Three specialised sub-agents

Claudette can delegate complex tasks to sub-agents via the spawn_agent tool. Each agent gets its own isolated conversation context — only the final text comes back to Claudette.

Agent What it does Max turns
Researcher Web search + file read + code search. For open-ended investigations. 10
GitOps Git workflows with bash. For "rebase this, squash that, push it." 8
Code Reviewer Read-only. Spots bugs, security issues, style problems. 5

Codet: dedicated code-generation sidecar

Every call to generate_code goes through Codet — a separate LLM pipeline that:

  1. Writes the code with a dedicated coder model (default qwen3-coder:30b, fallback qwen2.5-coder:14b).
  2. Runs a syntax check (python -m py_compile, rustc --emit=metadata, tsc --noEmit, etc. — 5 languages).
  3. On failure, runs a surgical SEARCH/REPLACE fix loop (Aider-style patches, ~50 output tokens per attempt) before falling back to full-file regeneration.
  4. Optionally runs associated pytest/cargo-test/jest suites.
  5. Retries up to 3 times, then reports honestly if it can't fix the file.

Codet is hot-swapped into VRAM on demand — the main brain model is evicted first on memory-constrained machines, then restored after Codet finishes. Swap cost is ~5–10 seconds on a 3060 Ti.

Tiered-brain auto-fallback

Claudette ships with three presets:

  • Fast: brain is qwen3.5:4b (fast, 3.4 GB VRAM), no fallback.
  • Auto (default): qwen3.5:4b with an auto-escalation to qwen3.5:9b on stuck signals (empty response after retry, max iterations hit with no text, ≥ 3 consecutive tool errors).
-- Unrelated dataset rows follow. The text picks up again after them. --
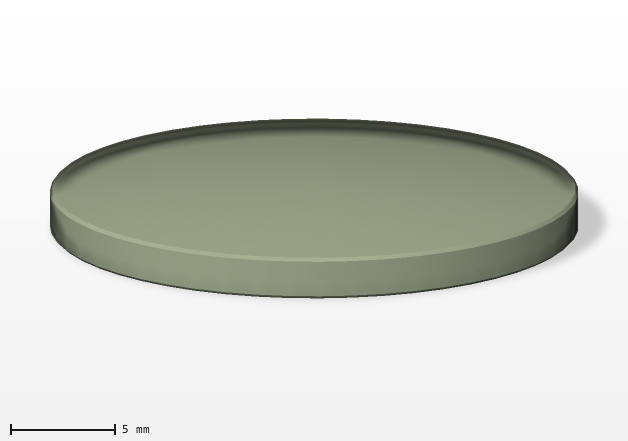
import cadquery as cq
import math

diameter = 25.4
center_thickness = 3.01
edge_thickness = 2.0
bevel_face_width = 0.2

radius = diameter / 2
bevel = bevel_face_width / math.sqrt(2)
rim_radius = radius - bevel
sagitta = center_thickness - edge_thickness
sphere_radius = (radius**2 + sagitta**2) / (2 * sagitta)
sphere_center_z = center_thickness - sphere_radius


def convex_height(distance):
    """Height of the spherical face at a distance from the lens axis."""
    return sphere_center_z + math.sqrt(sphere_radius**2 - distance**2)


def lens_body():
    """Revolve the bevelled half section about the Z axis."""
    arc_mid_radius = rim_radius / 2
    half_section = (
        cq.Workplane("XZ")
        .lineTo(-rim_radius, 0)
        .lineTo(-radius, bevel)
        .lineTo(-radius, edge_thickness - bevel)
        .lineTo(-rim_radius, convex_height(rim_radius))
        .threePointArc(
            (-arc_mid_radius, convex_height(arc_mid_radius)),
            (0, center_thickness),
        )
        .close()
    )
    return half_section.revolve(360, (0, 0, 0), (0, 1, 0))


result = lens_body()

Reverts to 4b after the failed turn — per-turn revert, not session-sticky.
  • Smart: brain is qwen3.5:9b, no fallback.

Switch at runtime with /preset fast | auto | smart, or pin a specific brain with /brain <model>.

Permissions: three tiers, enforced per-tool

Tier Behaviour Example tools
ReadOnly Auto-allowed time, note_list, file reads, git status, all external APIs
WorkspaceWrite Auto-allowed note_create, note_update, todo_add, web_search, generate_code, github comment
DangerFullAccess Prompts [y/N] every time bash, edit_file, git add/commit/push/checkout

The REPL prompter is interactive. The TUI renders the permission dialog in its tool pane. Telegram bot denies DangerFullAccess by default (no TTY to confirm with).

Sessions and auto-compaction

  • Autosave after every REPL turn to ~/.claudette/sessions/last.json.
  • Resume with --resume or -r.
  • Named sessions via /save <name> and /load <name> (stored at ~/.claudette/sessions/<name>.json).
  • Auto-compaction is effectively off by default (1 M estimated tokens) — opt in for tight context windows via CLAUDETTE_COMPACT_THRESHOLD=12000. When it does fire, it summarises old turns, keeps recent ones verbatim, and preserves tool-result anchoring so the runtime never ends up in a broken state.
  • Sliding-window truncator acts as a safety net inside the API client.

Voice in, voice out

Telegram voice messages are transcribed end-to-end locally via Whisper (default model ggml-large-v3-turbo). The reply can be spoken back via edge-tts in English (en-US-AriaNeural) or Hebrew (he-IL-HilaNeural). Toggle voice output with /voice.

Vision input

Image attachments work in both the TUI and the REPL when the loaded brain is multimodal (e.g. Qwen 3.6 35B-A3B with the mmproj-F32 sidecar in LM Studio). Three input paths:

How Where What it does
Alt+V TUI only Reads the OS clipboard. A bitmap (e.g. Win+Shift+S snip) is re-encoded to PNG and base64'd; clipboard text is treated as a possible image-file path.
Drag-drop a file TUI + REPL Windows Terminal pastes the path as text — the TUI's bracketed-paste handler attaches it instantly; the REPL detects it on submit.
Type @/path/to/img.png TUI + REPL Tokens with .png, .jpg, .jpeg, .gif, .webp, or .bmp extensions that resolve to a real file are attached on Enter.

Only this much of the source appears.